Please count the lines with the word "rdbms" in the material below, then state the number by itself.

#### [Material to process]
★ ★ ★ ★ ★

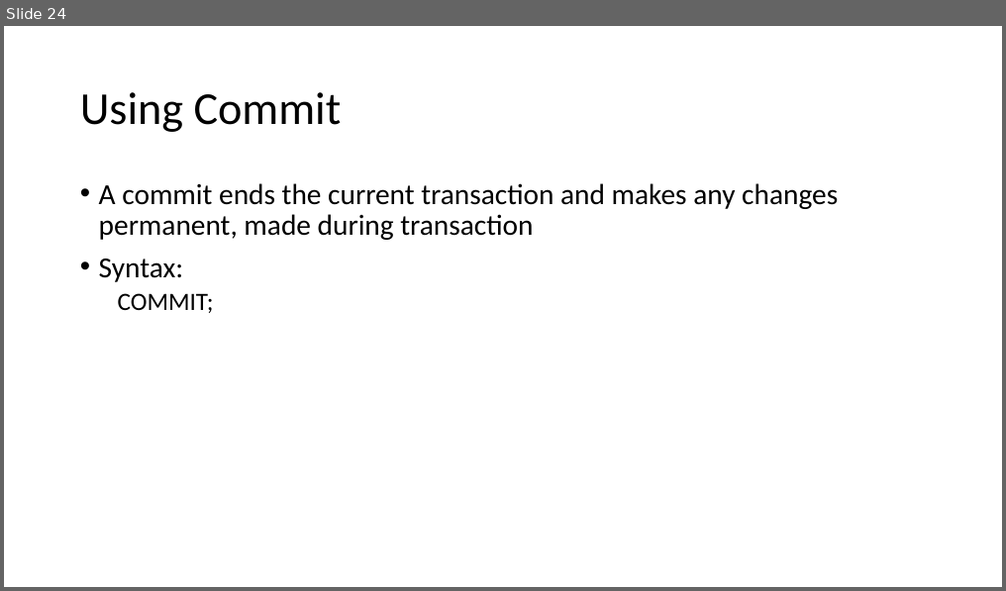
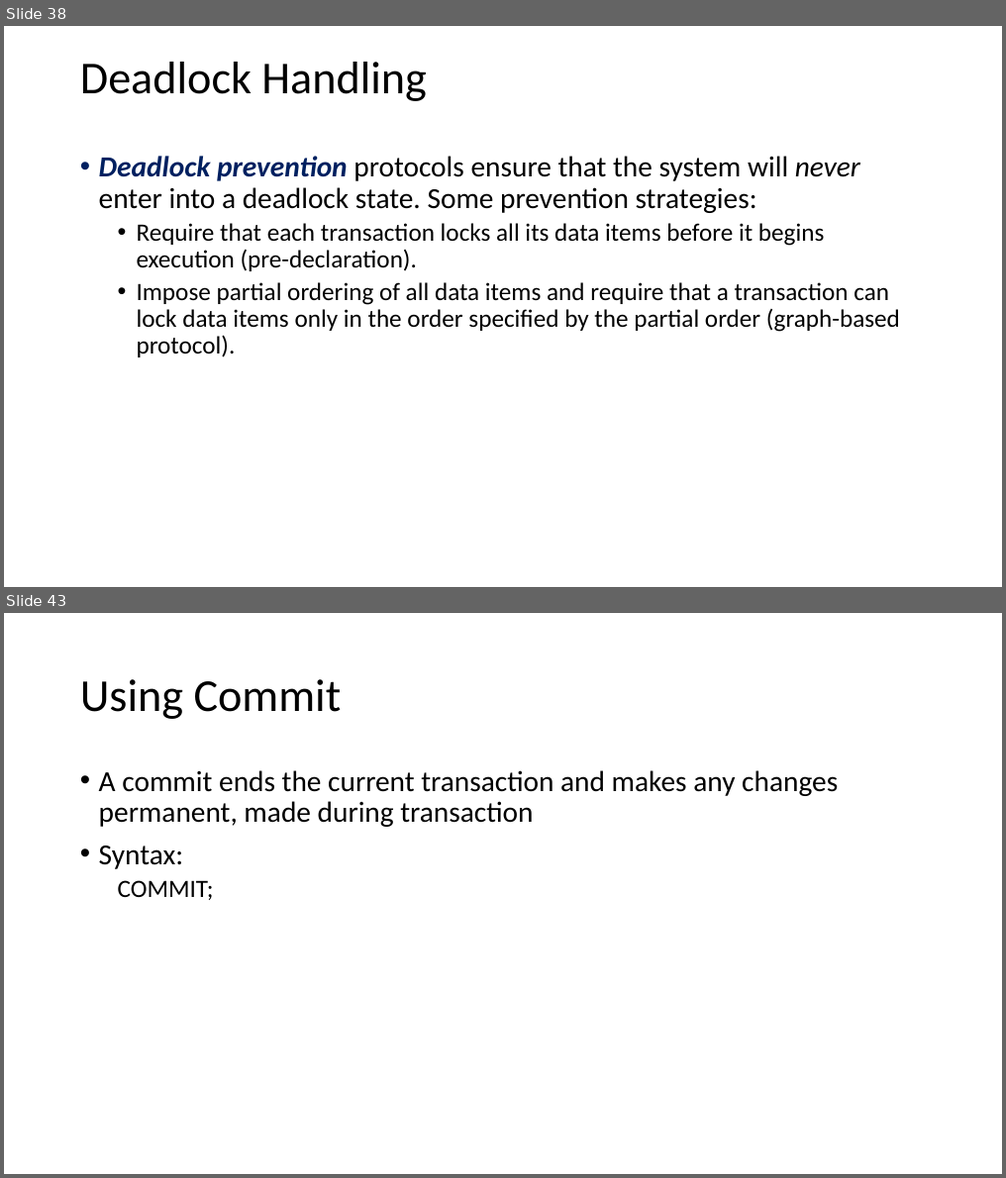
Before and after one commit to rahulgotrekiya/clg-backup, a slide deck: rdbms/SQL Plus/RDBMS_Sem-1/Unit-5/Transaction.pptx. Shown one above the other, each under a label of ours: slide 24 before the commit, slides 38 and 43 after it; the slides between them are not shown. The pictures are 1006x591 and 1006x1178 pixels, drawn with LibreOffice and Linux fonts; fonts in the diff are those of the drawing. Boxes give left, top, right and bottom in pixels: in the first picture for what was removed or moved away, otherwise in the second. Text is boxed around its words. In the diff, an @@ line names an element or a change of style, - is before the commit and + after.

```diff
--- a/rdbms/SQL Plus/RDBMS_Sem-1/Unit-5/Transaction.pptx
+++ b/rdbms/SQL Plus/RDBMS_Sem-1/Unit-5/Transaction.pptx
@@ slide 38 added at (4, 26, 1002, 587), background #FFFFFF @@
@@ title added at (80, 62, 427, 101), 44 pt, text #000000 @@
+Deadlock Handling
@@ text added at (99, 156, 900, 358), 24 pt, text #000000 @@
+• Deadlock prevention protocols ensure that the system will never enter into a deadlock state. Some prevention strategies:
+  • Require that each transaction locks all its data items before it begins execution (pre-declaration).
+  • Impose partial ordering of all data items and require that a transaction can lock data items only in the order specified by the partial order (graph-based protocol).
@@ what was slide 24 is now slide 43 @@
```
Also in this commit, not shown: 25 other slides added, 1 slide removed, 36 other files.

★ ★ ★ ★ ★

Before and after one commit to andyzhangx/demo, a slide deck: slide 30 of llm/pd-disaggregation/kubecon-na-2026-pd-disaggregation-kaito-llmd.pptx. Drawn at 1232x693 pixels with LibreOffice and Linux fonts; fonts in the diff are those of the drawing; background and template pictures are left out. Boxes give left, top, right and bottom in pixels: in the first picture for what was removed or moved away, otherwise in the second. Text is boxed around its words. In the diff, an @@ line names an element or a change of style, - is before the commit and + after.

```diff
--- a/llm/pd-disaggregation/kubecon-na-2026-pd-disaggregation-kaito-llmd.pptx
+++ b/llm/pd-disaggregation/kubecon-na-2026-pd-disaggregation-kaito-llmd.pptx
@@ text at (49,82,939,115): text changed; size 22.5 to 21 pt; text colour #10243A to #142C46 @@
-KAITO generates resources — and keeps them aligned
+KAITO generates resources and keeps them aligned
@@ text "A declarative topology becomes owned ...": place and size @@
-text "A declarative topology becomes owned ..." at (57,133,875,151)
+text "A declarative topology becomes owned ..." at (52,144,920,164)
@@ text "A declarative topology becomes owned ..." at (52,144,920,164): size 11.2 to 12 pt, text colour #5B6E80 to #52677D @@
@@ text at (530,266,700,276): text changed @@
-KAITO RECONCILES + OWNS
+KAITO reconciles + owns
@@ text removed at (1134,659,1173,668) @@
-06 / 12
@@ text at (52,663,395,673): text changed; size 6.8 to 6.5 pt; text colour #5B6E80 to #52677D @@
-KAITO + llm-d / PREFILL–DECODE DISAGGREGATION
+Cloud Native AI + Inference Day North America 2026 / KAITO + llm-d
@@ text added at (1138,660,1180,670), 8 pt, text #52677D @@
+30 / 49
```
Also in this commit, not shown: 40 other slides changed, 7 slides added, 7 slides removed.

★ ★ ★ ★ ★

#### [Response to the exercise]
3